Data entries:

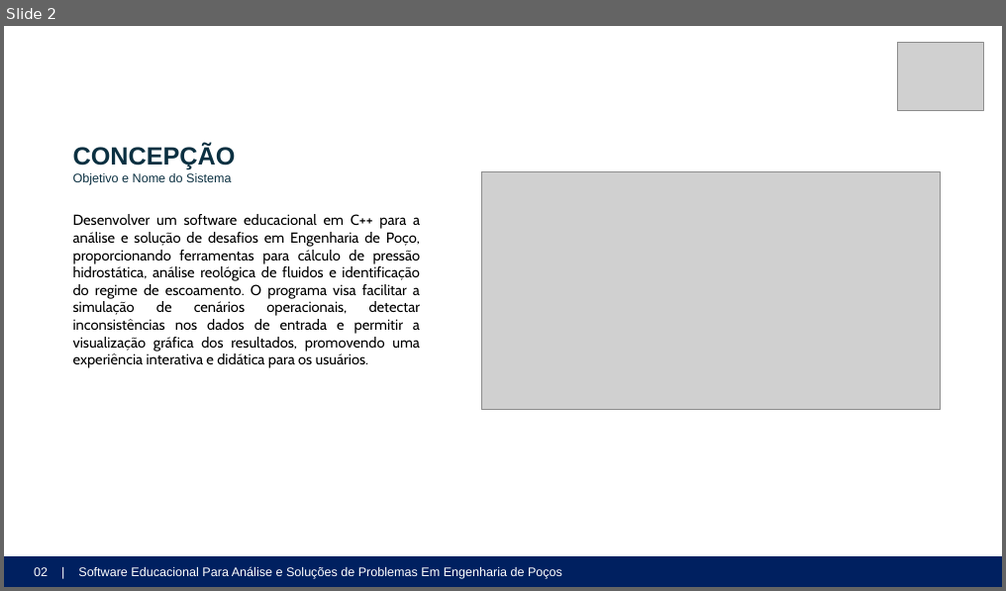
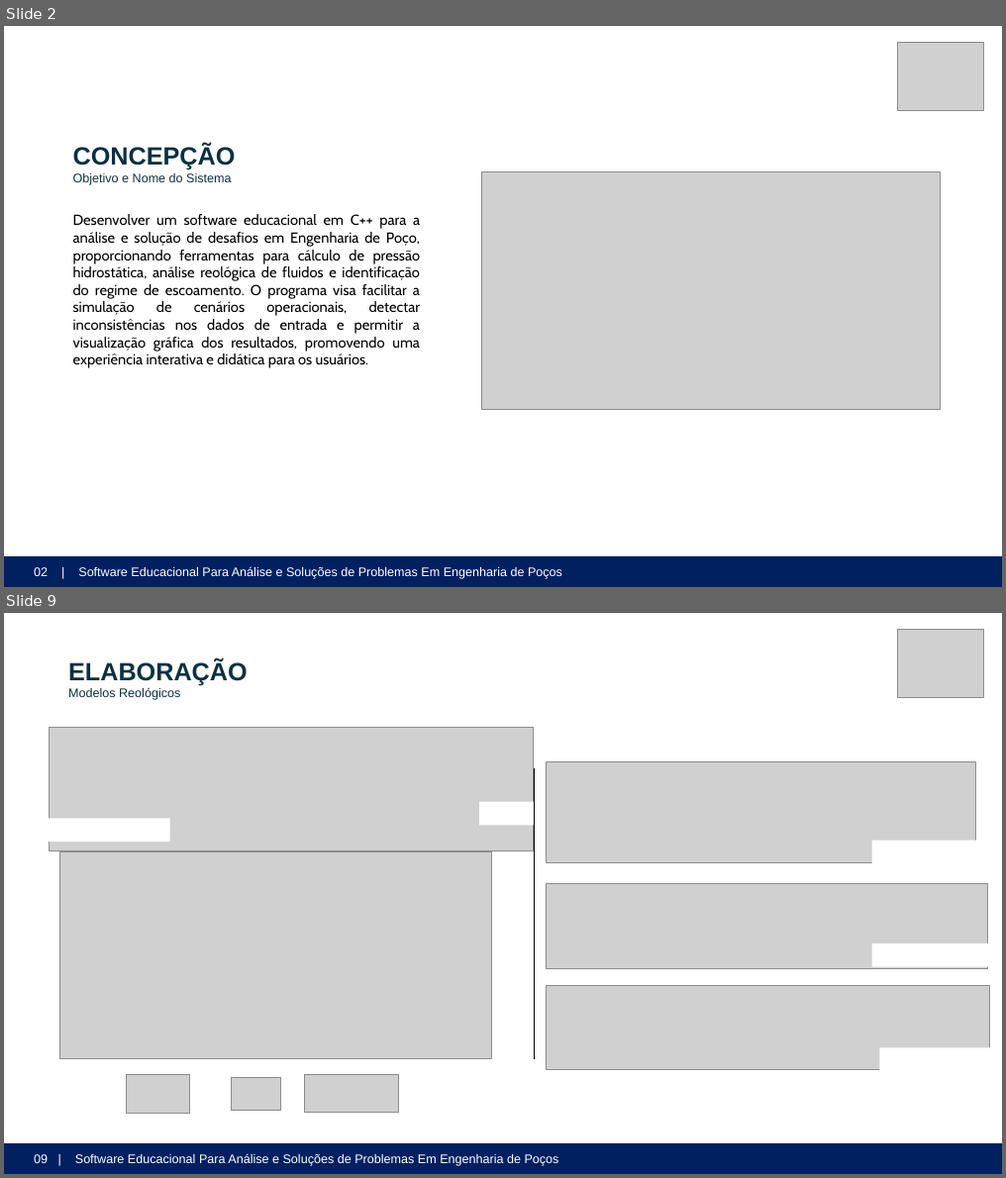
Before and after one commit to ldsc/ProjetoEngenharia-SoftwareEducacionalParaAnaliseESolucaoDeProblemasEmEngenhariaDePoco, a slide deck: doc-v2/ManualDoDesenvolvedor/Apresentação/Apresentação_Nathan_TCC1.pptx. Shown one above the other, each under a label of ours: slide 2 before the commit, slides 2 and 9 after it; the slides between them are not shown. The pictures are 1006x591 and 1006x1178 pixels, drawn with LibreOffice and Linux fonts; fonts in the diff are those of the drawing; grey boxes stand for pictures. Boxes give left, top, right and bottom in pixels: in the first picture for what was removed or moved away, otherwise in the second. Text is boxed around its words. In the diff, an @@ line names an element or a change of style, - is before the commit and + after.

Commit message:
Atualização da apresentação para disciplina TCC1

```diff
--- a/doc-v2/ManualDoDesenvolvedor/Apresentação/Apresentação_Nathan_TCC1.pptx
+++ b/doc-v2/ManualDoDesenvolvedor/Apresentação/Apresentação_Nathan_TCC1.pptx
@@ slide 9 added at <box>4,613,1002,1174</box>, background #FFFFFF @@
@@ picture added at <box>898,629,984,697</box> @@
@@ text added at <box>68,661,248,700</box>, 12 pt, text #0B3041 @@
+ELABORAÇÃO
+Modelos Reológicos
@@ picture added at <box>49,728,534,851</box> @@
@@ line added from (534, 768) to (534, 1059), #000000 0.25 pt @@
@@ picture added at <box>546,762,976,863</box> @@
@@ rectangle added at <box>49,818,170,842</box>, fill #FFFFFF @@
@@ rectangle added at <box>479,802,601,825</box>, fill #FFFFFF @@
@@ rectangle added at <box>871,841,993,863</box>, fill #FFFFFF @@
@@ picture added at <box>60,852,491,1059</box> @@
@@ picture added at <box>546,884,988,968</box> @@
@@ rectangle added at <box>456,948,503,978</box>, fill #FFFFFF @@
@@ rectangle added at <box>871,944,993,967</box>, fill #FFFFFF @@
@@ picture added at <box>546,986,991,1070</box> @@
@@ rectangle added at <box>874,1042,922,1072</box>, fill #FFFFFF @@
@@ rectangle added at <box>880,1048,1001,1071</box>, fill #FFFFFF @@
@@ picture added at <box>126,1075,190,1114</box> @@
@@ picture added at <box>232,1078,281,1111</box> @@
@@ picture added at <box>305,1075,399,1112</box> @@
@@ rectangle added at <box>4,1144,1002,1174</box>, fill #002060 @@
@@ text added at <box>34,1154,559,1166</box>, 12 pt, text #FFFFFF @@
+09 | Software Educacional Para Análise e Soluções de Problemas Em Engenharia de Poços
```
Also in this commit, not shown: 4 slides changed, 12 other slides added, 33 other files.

...

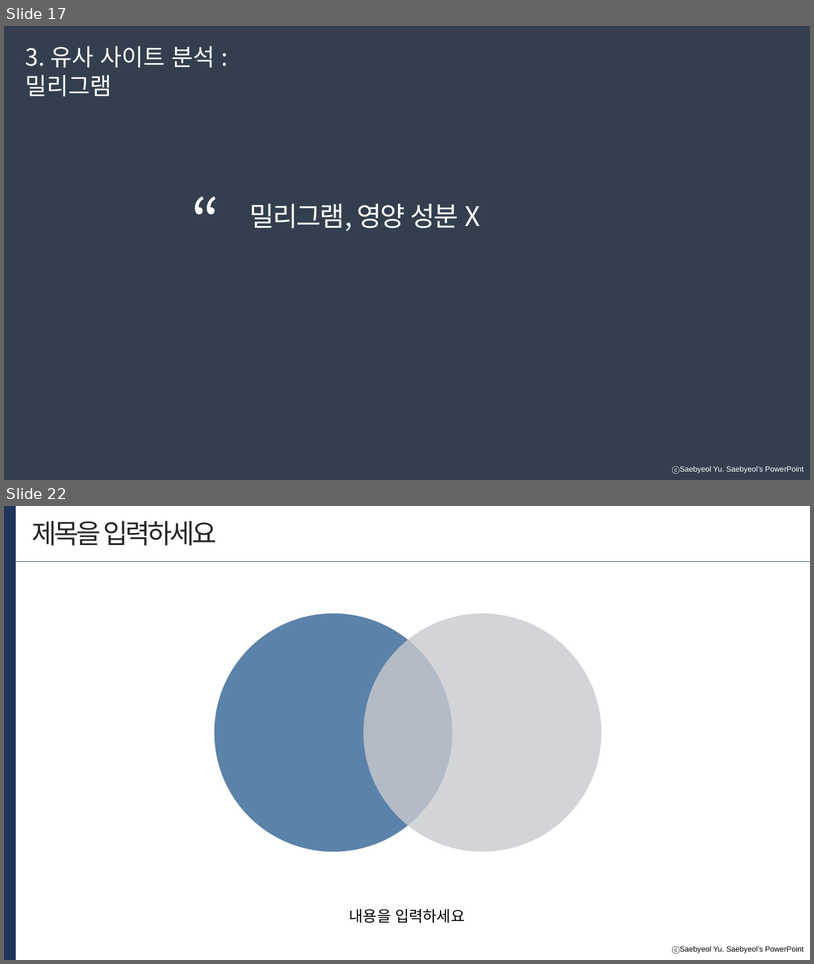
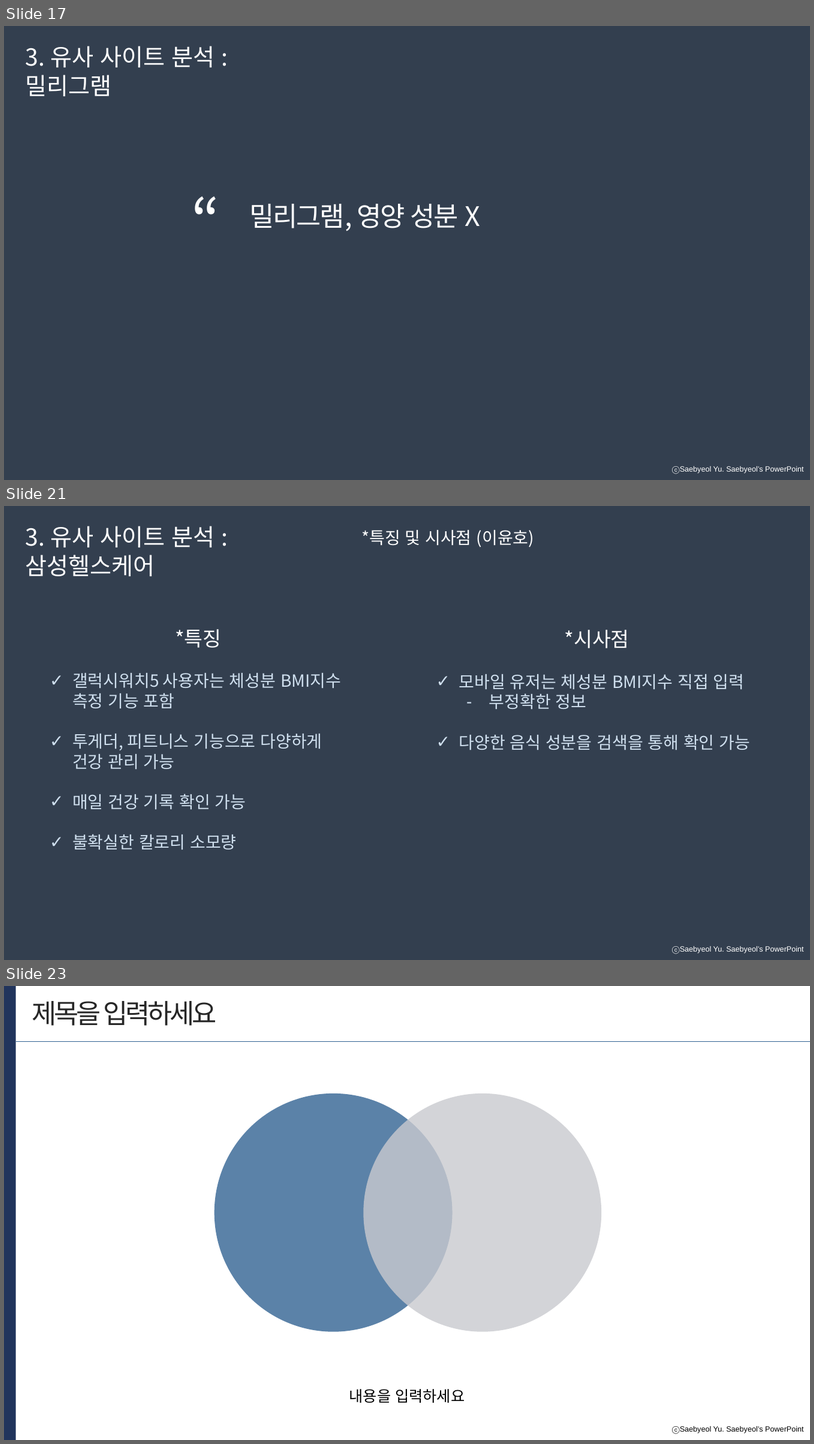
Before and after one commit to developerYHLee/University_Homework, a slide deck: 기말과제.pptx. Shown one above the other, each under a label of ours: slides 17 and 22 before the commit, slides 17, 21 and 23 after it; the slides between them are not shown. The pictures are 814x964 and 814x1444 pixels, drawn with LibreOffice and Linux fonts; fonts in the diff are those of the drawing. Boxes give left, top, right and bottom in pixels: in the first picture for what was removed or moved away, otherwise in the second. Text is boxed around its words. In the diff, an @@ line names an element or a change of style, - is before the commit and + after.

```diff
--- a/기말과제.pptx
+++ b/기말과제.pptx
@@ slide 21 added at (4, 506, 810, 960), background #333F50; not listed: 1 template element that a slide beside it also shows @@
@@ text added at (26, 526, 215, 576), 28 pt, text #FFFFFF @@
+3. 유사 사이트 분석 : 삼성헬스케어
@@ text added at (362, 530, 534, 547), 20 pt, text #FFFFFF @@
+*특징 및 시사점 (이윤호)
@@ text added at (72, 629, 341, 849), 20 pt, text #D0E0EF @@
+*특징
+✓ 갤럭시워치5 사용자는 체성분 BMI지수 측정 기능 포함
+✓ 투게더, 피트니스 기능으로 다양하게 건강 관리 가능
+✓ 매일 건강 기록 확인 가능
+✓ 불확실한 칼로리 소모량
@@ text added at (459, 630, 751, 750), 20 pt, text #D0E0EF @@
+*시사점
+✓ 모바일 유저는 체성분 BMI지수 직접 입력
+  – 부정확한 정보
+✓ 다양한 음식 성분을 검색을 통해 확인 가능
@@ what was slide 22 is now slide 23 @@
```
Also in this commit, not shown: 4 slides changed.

#### [WHAT TO PRODUCE]
Find every line above that contains the word "this", and return each one.

#### [EXERCISE OUTPUT]
Also in this commit, not shown: 4 slides changed, 12 other slides added, 33 other files.
Also in this commit, not shown: 4 slides changed.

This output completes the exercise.